2) What would be the method of exchanging data between the main core & PRU .  Will such an architecture lower the CPU load on the main core? 

3) Can I run the eth0 through the CPSW while the eth1 through the PRU?

  • Hello Martin,

    Which Linux SDK releases support AM335x PRU Ethernet?

    First off, please note that we support AM335x PRU Ethernet on AM335x Linux SDK releases up to AM335x Linux SDK 8.2 (Linux kernel 5.10). We did NOT port AM335x PRU Ethernet to the latest Linux SDK 9.1. We are planning to re-add PRU Ethernet support in the 2024 AM335x SDK release.

    Unfortunately this descope did not make it into the AM335x SDK 9.1 documentation. I am working to get the docs updated. Future readers, you should find information about that descope here:
    https://software-dl.ti.com/processor-sdk-linux/esd/AM335X/09_01_00_001/exports/docs/devices/AM335X/linux/Release_Specific_Release_Notes.html 

    ok, I'm using an AM335x SDK that supports PRU Ethernet. Now what? 

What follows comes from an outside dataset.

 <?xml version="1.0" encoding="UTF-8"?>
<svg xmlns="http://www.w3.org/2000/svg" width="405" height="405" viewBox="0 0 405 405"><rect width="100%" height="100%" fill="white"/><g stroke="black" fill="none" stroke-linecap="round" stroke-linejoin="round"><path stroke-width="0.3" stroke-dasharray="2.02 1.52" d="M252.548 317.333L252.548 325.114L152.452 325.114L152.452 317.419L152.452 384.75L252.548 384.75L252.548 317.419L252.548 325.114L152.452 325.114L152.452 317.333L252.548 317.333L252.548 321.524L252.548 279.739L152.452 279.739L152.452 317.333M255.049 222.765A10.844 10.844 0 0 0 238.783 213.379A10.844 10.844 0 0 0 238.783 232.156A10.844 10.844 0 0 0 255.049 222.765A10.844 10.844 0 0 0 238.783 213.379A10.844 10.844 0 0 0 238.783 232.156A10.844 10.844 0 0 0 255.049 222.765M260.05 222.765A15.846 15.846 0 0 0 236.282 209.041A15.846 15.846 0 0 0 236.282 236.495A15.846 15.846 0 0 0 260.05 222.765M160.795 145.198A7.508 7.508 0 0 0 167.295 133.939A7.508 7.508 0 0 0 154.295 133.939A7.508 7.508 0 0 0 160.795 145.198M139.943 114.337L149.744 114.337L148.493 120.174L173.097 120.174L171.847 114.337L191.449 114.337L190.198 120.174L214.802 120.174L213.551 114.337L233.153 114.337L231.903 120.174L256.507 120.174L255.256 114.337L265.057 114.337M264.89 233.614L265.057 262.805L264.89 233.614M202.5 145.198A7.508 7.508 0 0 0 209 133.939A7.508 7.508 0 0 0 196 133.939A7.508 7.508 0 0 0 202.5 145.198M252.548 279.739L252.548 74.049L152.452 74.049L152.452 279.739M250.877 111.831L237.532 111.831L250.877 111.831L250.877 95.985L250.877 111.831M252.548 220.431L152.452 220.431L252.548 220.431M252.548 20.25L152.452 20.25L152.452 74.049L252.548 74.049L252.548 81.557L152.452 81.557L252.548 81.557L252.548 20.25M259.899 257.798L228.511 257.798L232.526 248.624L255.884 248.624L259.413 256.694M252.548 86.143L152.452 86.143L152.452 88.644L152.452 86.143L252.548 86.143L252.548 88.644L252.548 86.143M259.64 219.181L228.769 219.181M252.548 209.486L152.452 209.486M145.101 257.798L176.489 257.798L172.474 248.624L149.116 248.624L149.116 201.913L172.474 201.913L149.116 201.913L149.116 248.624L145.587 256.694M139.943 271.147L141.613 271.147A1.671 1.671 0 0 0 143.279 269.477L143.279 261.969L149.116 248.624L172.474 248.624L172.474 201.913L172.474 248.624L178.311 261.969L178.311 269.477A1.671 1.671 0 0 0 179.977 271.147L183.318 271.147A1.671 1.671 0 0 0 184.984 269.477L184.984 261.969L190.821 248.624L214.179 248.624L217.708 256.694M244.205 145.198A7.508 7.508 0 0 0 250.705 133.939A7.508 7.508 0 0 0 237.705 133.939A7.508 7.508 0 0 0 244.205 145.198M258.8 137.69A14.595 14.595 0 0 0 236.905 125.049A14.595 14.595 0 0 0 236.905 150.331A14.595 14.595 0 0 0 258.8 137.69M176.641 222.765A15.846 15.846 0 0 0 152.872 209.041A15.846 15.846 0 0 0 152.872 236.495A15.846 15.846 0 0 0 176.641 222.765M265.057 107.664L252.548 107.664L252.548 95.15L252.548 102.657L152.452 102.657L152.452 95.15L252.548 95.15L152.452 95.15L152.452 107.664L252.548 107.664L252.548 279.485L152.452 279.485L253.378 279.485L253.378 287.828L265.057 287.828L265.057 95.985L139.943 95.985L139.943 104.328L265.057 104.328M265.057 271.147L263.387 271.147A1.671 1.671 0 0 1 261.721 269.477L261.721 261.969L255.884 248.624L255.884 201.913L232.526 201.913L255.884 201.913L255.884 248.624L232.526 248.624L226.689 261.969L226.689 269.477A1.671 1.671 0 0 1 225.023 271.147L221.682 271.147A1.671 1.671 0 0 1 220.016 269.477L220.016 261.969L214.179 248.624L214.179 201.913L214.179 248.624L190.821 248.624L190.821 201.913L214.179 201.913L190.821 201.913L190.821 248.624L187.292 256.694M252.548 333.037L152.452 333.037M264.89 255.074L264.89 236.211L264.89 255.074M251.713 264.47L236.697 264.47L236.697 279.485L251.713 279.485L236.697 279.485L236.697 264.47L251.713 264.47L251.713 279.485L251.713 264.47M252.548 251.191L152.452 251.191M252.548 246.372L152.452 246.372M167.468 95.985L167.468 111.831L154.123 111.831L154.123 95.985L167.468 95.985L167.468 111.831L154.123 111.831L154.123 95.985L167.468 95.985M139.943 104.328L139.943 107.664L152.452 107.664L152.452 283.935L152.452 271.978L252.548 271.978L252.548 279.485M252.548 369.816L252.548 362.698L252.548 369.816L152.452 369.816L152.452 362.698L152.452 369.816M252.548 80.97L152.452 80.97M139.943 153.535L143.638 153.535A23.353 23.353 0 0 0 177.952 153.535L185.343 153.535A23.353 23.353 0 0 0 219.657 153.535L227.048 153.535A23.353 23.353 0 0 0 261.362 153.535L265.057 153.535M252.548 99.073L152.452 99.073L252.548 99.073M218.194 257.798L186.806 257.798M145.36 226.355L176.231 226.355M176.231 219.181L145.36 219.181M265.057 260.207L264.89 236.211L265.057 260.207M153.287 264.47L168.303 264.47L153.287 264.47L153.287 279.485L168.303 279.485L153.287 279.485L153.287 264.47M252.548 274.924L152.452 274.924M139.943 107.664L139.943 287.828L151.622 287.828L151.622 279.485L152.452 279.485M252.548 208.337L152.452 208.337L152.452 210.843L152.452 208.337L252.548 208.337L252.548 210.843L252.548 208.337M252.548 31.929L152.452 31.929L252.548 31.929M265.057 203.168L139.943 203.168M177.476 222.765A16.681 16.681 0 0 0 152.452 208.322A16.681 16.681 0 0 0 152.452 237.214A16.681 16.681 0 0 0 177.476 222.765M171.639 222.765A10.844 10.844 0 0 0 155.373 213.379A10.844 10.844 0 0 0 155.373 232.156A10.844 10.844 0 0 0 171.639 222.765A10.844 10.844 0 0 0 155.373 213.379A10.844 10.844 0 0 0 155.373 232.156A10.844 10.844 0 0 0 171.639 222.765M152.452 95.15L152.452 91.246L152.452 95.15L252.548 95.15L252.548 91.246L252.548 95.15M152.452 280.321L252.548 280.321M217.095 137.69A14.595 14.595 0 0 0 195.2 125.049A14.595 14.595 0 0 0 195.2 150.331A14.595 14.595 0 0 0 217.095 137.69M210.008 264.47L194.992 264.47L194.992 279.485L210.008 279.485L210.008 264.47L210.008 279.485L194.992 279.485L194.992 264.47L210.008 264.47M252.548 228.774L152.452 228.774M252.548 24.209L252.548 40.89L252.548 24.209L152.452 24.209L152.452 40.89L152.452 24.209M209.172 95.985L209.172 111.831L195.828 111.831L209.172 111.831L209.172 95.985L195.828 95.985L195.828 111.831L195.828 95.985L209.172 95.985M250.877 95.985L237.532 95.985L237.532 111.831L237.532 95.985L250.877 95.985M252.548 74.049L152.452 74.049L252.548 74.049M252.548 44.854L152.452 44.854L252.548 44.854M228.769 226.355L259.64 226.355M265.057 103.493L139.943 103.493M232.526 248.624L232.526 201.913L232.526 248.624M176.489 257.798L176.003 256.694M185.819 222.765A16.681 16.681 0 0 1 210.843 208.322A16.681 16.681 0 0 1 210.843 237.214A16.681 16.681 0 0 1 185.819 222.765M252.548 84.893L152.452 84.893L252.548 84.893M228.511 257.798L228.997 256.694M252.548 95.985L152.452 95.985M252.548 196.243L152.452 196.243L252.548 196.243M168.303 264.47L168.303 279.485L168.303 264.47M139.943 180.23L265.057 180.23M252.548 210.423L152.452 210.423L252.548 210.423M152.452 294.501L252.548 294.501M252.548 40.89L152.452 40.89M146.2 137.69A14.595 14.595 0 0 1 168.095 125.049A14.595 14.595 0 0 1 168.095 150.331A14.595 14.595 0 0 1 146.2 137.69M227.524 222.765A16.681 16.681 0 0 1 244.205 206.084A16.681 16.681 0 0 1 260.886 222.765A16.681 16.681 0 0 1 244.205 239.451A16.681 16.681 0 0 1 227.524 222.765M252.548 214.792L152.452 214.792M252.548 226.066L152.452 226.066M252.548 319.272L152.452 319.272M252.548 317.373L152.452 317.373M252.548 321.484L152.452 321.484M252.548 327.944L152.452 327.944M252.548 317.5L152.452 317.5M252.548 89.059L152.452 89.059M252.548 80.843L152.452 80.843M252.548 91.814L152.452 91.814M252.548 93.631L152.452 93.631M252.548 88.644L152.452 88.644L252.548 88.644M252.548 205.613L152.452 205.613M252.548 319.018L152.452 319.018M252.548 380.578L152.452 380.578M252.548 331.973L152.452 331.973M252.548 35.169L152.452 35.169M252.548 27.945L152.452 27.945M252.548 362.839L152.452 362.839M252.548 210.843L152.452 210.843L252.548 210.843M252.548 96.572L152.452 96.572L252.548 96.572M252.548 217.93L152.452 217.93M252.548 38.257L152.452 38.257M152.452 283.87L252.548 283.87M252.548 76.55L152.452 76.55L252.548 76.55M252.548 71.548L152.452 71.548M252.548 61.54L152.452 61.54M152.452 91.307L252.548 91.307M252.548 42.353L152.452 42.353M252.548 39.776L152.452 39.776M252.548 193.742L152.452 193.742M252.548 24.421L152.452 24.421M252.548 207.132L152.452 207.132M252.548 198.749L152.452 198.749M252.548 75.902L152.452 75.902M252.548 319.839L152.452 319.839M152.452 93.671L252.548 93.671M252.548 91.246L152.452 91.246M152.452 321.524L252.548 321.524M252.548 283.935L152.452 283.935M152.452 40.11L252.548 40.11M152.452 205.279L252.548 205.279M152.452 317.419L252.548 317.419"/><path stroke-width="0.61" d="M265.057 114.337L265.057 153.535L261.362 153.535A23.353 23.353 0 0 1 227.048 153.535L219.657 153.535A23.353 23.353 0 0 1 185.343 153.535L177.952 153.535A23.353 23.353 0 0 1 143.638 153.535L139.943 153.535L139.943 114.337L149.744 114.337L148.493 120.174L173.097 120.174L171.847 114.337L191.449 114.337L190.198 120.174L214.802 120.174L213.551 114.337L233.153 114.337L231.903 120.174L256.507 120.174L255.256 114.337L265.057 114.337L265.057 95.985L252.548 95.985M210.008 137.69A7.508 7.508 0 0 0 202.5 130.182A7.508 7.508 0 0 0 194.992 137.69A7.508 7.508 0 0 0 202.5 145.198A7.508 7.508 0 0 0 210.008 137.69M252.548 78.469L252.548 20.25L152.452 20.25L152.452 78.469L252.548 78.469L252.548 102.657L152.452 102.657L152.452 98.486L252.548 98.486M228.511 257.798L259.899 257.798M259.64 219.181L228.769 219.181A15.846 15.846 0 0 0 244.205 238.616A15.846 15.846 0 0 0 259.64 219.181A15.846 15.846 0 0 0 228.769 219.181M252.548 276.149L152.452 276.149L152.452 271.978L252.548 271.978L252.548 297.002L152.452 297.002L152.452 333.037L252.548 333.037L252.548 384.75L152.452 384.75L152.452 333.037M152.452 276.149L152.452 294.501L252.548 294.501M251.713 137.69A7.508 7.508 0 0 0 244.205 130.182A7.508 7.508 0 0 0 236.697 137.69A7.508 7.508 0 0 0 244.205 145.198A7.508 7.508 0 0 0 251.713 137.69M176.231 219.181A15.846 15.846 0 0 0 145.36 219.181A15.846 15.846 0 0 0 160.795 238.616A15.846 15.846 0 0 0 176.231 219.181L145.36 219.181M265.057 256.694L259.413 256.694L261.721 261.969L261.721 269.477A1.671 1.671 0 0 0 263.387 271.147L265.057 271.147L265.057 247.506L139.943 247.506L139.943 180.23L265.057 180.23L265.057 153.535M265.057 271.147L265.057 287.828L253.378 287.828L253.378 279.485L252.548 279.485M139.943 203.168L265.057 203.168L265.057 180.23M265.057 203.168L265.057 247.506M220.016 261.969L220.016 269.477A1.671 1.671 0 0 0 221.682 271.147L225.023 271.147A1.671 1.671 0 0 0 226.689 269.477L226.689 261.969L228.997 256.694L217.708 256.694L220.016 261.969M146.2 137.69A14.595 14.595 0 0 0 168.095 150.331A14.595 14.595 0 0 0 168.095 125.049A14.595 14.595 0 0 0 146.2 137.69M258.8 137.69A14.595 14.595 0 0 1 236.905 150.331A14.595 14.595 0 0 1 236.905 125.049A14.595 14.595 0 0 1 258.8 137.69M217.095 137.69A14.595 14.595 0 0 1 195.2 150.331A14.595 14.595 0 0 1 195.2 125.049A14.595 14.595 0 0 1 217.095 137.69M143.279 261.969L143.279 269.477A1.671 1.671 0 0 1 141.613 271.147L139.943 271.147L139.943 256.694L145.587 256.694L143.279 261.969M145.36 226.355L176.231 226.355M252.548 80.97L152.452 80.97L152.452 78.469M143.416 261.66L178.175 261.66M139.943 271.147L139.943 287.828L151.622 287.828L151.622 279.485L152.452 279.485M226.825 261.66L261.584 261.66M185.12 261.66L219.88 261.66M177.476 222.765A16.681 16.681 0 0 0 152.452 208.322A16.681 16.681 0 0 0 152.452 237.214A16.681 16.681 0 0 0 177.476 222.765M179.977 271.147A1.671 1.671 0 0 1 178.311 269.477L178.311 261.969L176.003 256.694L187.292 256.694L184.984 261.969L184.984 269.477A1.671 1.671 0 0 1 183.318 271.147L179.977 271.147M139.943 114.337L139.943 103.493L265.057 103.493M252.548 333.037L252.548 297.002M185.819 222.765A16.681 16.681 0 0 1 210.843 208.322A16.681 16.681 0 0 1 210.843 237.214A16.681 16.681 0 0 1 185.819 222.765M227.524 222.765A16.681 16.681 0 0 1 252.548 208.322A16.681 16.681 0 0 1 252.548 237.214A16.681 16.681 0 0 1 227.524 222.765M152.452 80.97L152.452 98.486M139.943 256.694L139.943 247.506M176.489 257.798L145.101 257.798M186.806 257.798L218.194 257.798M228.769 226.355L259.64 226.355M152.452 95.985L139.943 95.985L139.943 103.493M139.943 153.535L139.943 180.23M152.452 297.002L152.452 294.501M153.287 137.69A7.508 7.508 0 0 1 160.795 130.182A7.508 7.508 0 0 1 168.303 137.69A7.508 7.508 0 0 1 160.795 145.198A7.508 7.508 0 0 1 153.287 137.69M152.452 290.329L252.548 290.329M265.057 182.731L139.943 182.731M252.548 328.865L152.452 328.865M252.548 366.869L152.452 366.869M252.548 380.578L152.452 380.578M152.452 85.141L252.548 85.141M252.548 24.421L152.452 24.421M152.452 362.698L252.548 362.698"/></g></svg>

    Keep in mind that the software stacks will still run on the ARM Linux core. So TCP/UDP are supported with both CPSW and PRU Ethernet.

    On older AM335x software releases, we supported Ethernet networking protocols like HSR & PRP. For those protocols, the PRU is able to offload some of the processing. However, for generic Ethernet, I would expect the load on the Linux core to be similar for both CPSW and PRU Ethernet. At a conceptual level, you can think of it like this: the PRU is basically a programmable set of cores, while the CPSW is a bunch of circuits. However, the PRU cores can be programmed to behave like the CPSW circuits when Linux is interacting with it.

    Yes, you can have CPSW control one Ethernet interface, and PRU control one Ethernet interface. Just note that even though one single PRU core will be used to control one PRU Ethernet interface, the other PRU core should not be used for anything in that usecase.

    Regards,

    Nick

  • Nick,

    Thanks for the reply.

    I just now realize that the PRU is a small CPU  with only 8KB of instruction &  data RAM. So my understanding is that up to 8 Kbytes of code can be loaded to PRU and this means that I should carefully consider what can be populated in those 8 Kbytes of instruction code. 

    We consider 3 alternatives:

    1. To use the PRU as a dedicated CPU which periodically sends/receives Ethernet packets from/to the shared memory. In this design the ARM main core will read/write the shared memory for data.

    2. The main ARM core periodically sends/receives Ethernet packets through the PRU Ethernet port 

    3. The main ARM core periodically sends/receives Ethernet packets through the CPSW Ethernet port

    Question:  Is there any advantage of option 1 over option 2 & 3  (in CPU load time of the ARM core) ?  Is option 2 heavier in ARM core load than option 1? Is option 3  heavier in ARM core load than option 2 or 1? 

    Option 1 looks more deterministic in sending/receiving data (Ethernet packets) from/to the  shared memory in PRU, however  for the main ARM core it also depends on the rate the shared memory is read/updated. 

    Option 3 looks better, because we do not have to make any change in software and hardware.

    Please your opinion.

  • Hello Martin,

    Option 1: This is not a usecase TI supports. The PRU core handles getting signals into and out of the chip, and then a different core handles the networking stack. On AM335x that different core is the ARM core, while on later devices like AM64x the networking stack can be handled by the Linux A53 cores or the RTOS R5F cores.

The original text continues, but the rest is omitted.